Task prompt:
Print each entry as it appears. Images stay out of the copy.

"""

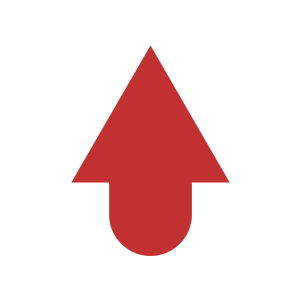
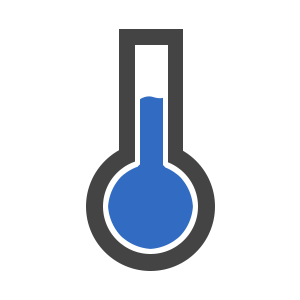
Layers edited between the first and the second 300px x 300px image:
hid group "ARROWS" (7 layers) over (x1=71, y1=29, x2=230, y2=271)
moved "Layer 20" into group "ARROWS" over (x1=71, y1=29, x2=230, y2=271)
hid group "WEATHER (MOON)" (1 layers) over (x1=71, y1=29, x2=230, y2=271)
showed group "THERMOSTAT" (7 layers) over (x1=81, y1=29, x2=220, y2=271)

"""

Your solution:
Layers edited between the first and the second 300px x 300px image:
hid group "ARROWS" (7 layers) over (x1=71, y1=29, x2=230, y2=271)
moved "Layer 20" into group "ARROWS" over (x1=71, y1=29, x2=230, y2=271)
hid group "WEATHER (MOON)" (1 layers) over (x1=71, y1=29, x2=230, y2=271)
showed group "THERMOSTAT" (7 layers) over (x1=81, y1=29, x2=220, y2=271)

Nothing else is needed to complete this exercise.